Work to complete – Give the lines again exactly as they appear, from the first line of the listing through the line containing "y 29: x 27 C2", and omit every picture.

>>>

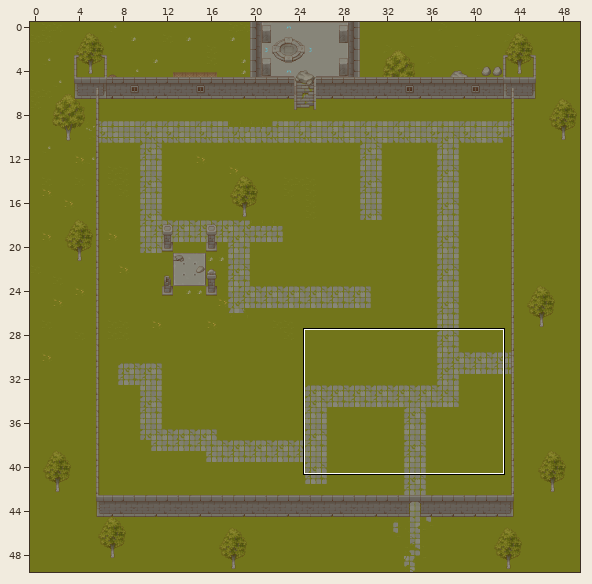
Level history. Tiled map: rsc/map.tmx. Above: a wide view before the commit, with the close-up outlined.
Close-up. As it was:
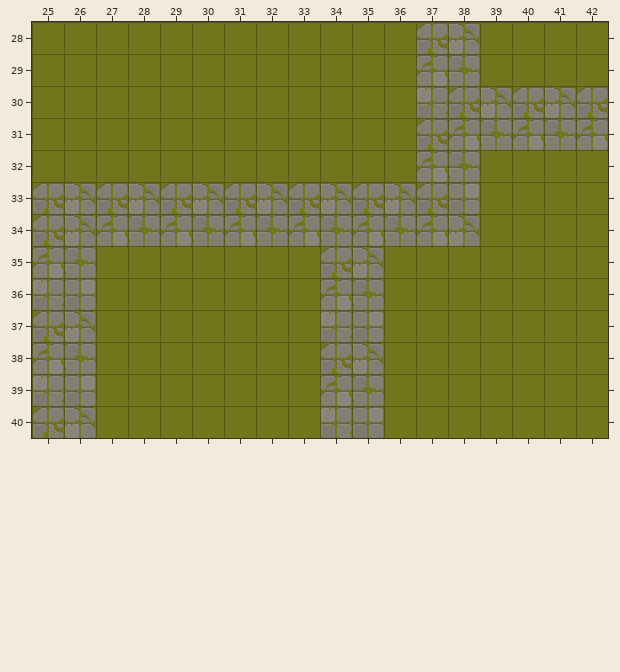
Cells are 32x32 px. Shown: x 25..42, y 28..40. The commit also changed other parts of the map, which this record leaves out.
After:
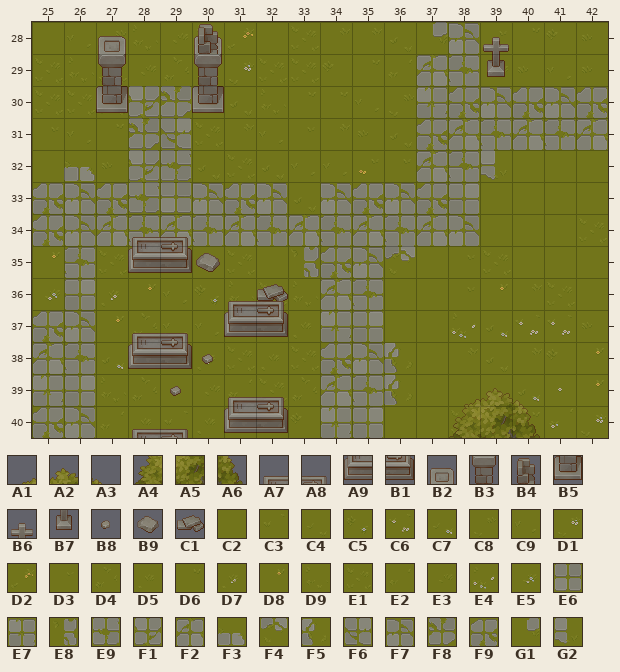
Key: from "TX Plant": A1 1, A2 2, A3 3, A4 17, A5 18, A6 19; from "TX Props": A7 41, A8 42, A9 57, B1 58, B2 91, B3 107, B4 109, B5 123, B6 151, B7 167, B8 240, B9 242, C1 249; from "TX Tileset Grass": C2 0, C3 2, C4 3, C5 5, C6 6, C7 7, C8 9, C9 11, D1 13, D2 14, D3 16, D4 17, D5 18, D6 19, D7 22, D8 23, D9 24, E1 25, E2 26, E3 27, E4 28, E5 31, E6 32, E7 33 turned 180, E8 39 turned 270, E9 40, F1 41, F2 41 turned 180, F3 43 turned 270, F4 47, F5 47 turned 270, F6 48, F7 48 turned 180, F8 49, F9 49 turned 180, G1 53, G2 59.
__ is an empty cell.
Changes in this commit:
Layer "ground":
y 28: x 27 C2 -> C8; x 30..31 C2 C2 -> E4 D2; x 37 F9 -> G1; x 39 C2 -> D3
y 29: x 27 C2 -> E1; x 30..31 C2 C2 -> D5 D1; x 39 C2 -> E3
y 30: x 27..30 C2 C2 C2 C2 -> E1 F1 F8 D4
y 31: x 28..29 C2 C2 -> F8 F6
y 32: x 26 C2 -> F3; x 28..29 C2 C2 -> F1 E9; x 39 C2 -> G2
y 33: x 28..29 F7 F9 -> E9 E6; x 33 F9 -> C4
y 35: x 25 F2 -> D8; x 28..29 C2 C2 -> C9 D4; x 33 C2 -> E8; x 36 C2 -> F4
y 36: x 25 E7 -> E5; x 31..32 C2 C2 -> D9 E1
y 37: x 28..29 C2 C2 -> D4 C9; x 31..32 C2 C2 -> D3 D3; x 38 C2 -> E4; x 40..41 C2 C2 -> C6 C6
y 38: x 28..30 C2 C2 C2 -> C5 D4 D7; x 36 C2 -> F5
y 39: x 31..32 C2 C2 -> E2 E1; x 36 C2 -> F5; x 40 C2 -> C7
y 40: x 28..29 C2 C2 -> D5 C3; x 31..32 C2 C2 -> E3 D4; x 38 C2 -> E1; x 40 C2 -> D6; x 42 C2 -> D1
Layer "upper-wall":
y 28: x 27 __ -> B2; x 30 __ -> B2
y 29: x 27 __ -> B3; x 30 __ -> B3
y 30: x 27 __ -> B5; x 30 __ -> B5
y 36: x 32 __ -> C1
Layer "deco":
y 28: x 30 __ -> B4; x 39 __ -> B6
y 29: x 39 __ -> B7
y 34: x 28..29 __ __ -> A7 A8
y 35: x 28..30 __ __ __ -> A9 B1 B9
y 36: x 31..32 __ __ -> A7 A8
y 37: x 28..29 __ __ -> A7 A8; x 31..32 __ __ -> A9 B1
y 38: x 28..30 __ __ __ -> A9 B1 B8
y 39: x 29 __ -> B8; x 31..32 __ __ -> A7 A8
y 40: x 28..29 __ __ -> A7 A8; x 31..32 __ __ -> A9 B1
Layer "bottom-wall-back":
y 39: x 38..40 __ __ __ -> A1 A2 A3
y 40: x 38 __ -> A4; x 40 __ -> A6
Layer "bottom-wall-front":
y 28: x 27 __ -> B2; x 30 __ -> B4; x 39 __ -> B6
y 29: x 27 __ -> B3; x 30 __ -> B3
y 34: x 28..29 __ __ -> A7 A8
y 36: x 31..32 __ __ -> A7 A8
y 37: x 28..29 __ __ -> A7 A8
y 39: x 31..32 __ __ -> A7 A8; x 38..40 __ __ __ -> A1 A2 A3
y 40: x 28..29 __ __ -> A7 A8; x 38..40 __ __ __ -> A4 A5 A6

<<<

Output –
Level history. Tiled map: rsc/map.tmx. Above: a wide view before the commit, with the close-up outlined.
Close-up. As it was:
Cells are 32x32 px. Shown: x 25..42, y 28..40. The commit also changed other parts of the map, which this record leaves out.
After:
Key: from "TX Plant": A1 1, A2 2, A3 3, A4 17, A5 18, A6 19; from "TX Props": A7 41, A8 42, A9 57, B1 58, B2 91, B3 107, B4 109, B5 123, B6 151, B7 167, B8 240, B9 242, C1 249; from "TX Tileset Grass": C2 0, C3 2, C4 3, C5 5, C6 6, C7 7, C8 9, C9 11, D1 13, D2 14, D3 16, D4 17, D5 18, D6 19, D7 22, D8 23, D9 24, E1 25, E2 26, E3 27, E4 28, E5 31, E6 32, E7 33 turned 180, E8 39 turned 270, E9 40, F1 41, F2 41 turned 180, F3 43 turned 270, F4 47, F5 47 turned 270, F6 48, F7 48 turned 180, F8 49, F9 49 turned 180, G1 53, G2 59.
__ is an empty cell.
Changes in this commit:
Layer "ground":
y 28: x 27 C2 -> C8; x 30..31 C2 C2 -> E4 D2; x 37 F9 -> G1; x 39 C2 -> D3
y 29: x 27 C2 -> E1; x 30..31 C2 C2 -> D5 D1; x 39 C2 -> E3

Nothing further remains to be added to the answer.